**Task brief**.
Once the line with "Renders of the" is found in the entries below, repeat it and each following line exactly, up to and including the line with "Also in this". Add no other lines.

● ● ●

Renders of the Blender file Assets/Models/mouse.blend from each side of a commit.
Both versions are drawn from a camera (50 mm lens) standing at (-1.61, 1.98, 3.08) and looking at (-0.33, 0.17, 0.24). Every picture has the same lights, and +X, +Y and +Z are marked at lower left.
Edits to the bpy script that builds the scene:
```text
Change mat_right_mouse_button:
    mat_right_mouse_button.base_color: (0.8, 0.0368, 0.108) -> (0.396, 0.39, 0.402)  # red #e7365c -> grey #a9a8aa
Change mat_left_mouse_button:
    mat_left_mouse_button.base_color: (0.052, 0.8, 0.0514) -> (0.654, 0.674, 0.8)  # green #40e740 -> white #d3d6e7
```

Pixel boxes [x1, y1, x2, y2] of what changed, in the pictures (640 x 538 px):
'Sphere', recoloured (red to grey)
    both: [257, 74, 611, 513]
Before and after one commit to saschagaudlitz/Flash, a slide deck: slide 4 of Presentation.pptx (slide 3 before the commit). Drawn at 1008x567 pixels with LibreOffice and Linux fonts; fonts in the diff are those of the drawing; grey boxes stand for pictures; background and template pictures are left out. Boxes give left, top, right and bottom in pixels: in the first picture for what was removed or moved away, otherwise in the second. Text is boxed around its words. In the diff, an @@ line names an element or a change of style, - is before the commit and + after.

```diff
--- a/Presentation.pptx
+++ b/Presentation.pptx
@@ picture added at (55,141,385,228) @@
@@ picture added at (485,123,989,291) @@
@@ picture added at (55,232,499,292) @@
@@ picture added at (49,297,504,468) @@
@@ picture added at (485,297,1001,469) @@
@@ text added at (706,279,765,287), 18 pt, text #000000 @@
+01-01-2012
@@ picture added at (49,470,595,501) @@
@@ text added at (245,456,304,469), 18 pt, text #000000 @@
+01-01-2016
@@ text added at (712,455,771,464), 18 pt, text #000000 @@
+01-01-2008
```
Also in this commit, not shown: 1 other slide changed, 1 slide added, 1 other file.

● ● ●

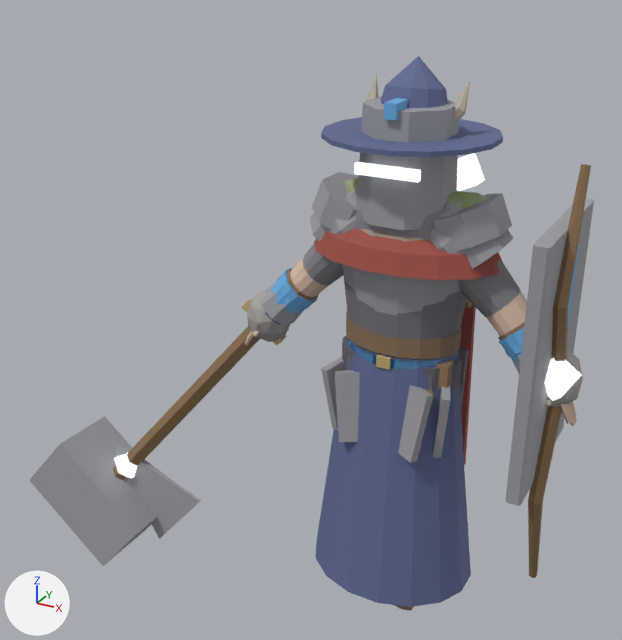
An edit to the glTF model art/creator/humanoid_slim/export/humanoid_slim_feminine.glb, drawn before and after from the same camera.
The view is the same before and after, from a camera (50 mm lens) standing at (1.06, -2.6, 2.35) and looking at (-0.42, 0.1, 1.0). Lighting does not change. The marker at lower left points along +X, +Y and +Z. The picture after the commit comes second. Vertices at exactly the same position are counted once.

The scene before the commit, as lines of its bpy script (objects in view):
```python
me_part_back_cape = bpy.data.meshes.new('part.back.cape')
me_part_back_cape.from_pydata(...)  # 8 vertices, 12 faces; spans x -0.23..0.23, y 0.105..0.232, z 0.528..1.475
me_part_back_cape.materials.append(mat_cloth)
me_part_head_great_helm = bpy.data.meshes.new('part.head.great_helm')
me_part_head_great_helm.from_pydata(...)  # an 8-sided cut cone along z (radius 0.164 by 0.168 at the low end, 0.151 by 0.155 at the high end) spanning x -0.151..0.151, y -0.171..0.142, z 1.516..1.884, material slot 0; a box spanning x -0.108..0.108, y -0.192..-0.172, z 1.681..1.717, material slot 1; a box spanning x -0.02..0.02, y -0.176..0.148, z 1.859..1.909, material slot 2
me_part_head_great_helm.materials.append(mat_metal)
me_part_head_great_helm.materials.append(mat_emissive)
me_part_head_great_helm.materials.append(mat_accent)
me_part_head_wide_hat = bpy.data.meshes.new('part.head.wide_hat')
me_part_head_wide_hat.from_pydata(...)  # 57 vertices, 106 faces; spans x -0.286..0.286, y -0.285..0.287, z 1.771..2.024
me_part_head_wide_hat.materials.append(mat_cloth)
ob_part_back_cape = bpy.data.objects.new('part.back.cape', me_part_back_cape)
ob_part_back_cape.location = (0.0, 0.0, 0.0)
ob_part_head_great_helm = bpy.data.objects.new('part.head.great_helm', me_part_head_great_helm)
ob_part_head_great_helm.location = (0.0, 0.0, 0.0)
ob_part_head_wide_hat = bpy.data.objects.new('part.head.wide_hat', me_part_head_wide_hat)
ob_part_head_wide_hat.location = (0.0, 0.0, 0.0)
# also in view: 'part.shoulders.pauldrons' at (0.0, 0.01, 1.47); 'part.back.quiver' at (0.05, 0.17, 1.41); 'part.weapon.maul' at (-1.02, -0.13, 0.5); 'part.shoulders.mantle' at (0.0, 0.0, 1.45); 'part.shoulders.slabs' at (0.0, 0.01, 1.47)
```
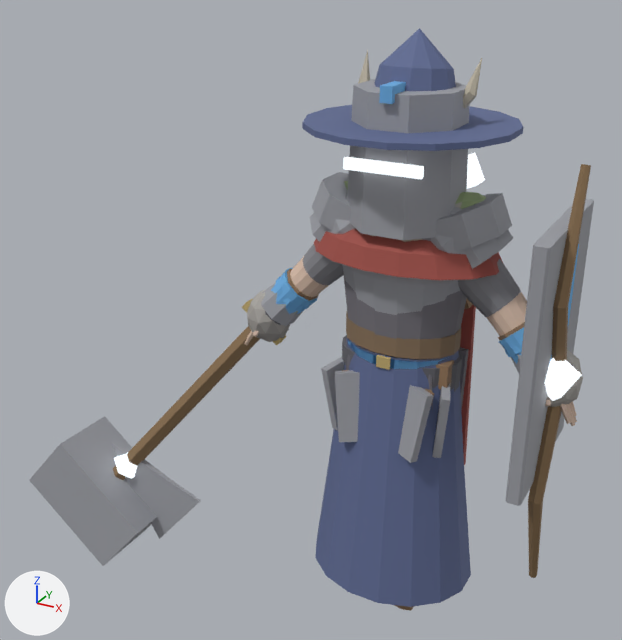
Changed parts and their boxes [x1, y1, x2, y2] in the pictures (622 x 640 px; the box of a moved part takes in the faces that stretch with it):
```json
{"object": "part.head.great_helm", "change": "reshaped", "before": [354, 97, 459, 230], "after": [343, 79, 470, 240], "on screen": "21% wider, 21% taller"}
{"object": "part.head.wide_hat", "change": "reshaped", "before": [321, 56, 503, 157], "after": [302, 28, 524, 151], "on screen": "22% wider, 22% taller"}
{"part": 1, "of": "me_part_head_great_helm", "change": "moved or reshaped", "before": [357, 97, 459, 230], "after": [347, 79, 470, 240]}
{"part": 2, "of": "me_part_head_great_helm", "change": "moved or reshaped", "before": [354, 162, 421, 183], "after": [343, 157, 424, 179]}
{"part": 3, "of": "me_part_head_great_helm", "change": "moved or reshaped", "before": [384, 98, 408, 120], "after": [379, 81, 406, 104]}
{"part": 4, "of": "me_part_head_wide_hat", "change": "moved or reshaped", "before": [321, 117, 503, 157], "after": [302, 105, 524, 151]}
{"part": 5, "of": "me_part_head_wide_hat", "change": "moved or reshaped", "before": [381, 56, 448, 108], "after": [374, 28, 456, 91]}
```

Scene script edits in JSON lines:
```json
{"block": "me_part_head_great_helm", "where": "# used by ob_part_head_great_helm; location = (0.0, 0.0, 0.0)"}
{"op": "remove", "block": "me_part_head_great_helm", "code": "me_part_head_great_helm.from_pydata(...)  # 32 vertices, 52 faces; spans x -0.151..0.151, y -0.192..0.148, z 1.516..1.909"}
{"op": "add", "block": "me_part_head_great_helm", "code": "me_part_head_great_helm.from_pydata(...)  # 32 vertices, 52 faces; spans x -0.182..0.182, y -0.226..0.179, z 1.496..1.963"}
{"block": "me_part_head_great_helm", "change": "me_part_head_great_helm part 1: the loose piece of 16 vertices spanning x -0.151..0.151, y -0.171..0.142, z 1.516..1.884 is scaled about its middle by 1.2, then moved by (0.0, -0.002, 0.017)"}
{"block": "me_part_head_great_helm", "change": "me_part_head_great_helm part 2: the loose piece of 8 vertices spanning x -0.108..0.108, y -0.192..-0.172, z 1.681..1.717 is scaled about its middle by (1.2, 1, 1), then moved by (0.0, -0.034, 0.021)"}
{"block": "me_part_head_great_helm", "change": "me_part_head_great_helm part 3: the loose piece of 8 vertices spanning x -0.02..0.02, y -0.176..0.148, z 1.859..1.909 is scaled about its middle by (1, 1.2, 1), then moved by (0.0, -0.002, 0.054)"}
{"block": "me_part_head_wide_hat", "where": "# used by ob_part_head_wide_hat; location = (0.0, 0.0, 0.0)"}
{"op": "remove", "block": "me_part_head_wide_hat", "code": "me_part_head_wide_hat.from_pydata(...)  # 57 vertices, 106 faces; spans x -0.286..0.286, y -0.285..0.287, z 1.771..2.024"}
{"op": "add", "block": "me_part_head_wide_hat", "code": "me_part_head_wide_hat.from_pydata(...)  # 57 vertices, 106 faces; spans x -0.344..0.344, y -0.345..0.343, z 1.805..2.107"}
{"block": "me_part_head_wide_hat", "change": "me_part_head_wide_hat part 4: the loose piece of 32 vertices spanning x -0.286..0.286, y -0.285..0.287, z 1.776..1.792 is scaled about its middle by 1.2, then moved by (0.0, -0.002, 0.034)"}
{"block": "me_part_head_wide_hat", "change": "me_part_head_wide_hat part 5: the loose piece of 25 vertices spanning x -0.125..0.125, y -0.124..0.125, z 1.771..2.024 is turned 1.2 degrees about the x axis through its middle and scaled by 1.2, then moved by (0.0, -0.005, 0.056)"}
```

● ● ●

**Exercise response**.
Renders of the Blender file Assets/Models/mouse.blend from each side of a commit.
Both versions are drawn from a camera (50 mm lens) standing at (-1.61, 1.98, 3.08) and looking at (-0.33, 0.17, 0.24). Every picture has the same lights, and +X, +Y and +Z are marked at lower left.
Edits to the bpy script that builds the scene:
```text
Change mat_right_mouse_button:
    mat_right_mouse_button.base_color: (0.8, 0.0368, 0.108) -> (0.396, 0.39, 0.402)  # red #e7365c -> grey #a9a8aa
Change mat_left_mouse_button:
    mat_left_mouse_button.base_color: (0.052, 0.8, 0.0514) -> (0.654, 0.674, 0.8)  # green #40e740 -> white #d3d6e7
```

Pixel boxes [x1, y1, x2, y2] of what changed, in the pictures (640 x 538 px):
'Sphere', recoloured (red to grey)
    both: [257, 74, 611, 513]
Before and after one commit to saschagaudlitz/Flash, a slide deck: slide 4 of Presentation.pptx (slide 3 before the commit). Drawn at 1008x567 pixels with LibreOffice and Linux fonts; fonts in the diff are those of the drawing; grey boxes stand for pictures; background and template pictures are left out. Boxes give left, top, right and bottom in pixels: in the first picture for what was removed or moved away, otherwise in the second. Text is boxed around its words. In the diff, an @@ line names an element or a change of style, - is before the commit and + after.

```diff
--- a/Presentation.pptx
+++ b/Presentation.pptx
@@ picture added at (55,141,385,228) @@
@@ picture added at (485,123,989,291) @@
@@ picture added at (55,232,499,292) @@
@@ picture added at (49,297,504,468) @@
@@ picture added at (485,297,1001,469) @@
@@ text added at (706,279,765,287), 18 pt, text #000000 @@
+01-01-2012
@@ picture added at (49,470,595,501) @@
@@ text added at (245,456,304,469), 18 pt, text #000000 @@
+01-01-2016
@@ text added at (712,455,771,464), 18 pt, text #000000 @@
+01-01-2008
```
Also in this commit, not shown: 1 other slide changed, 1 slide added, 1 other file.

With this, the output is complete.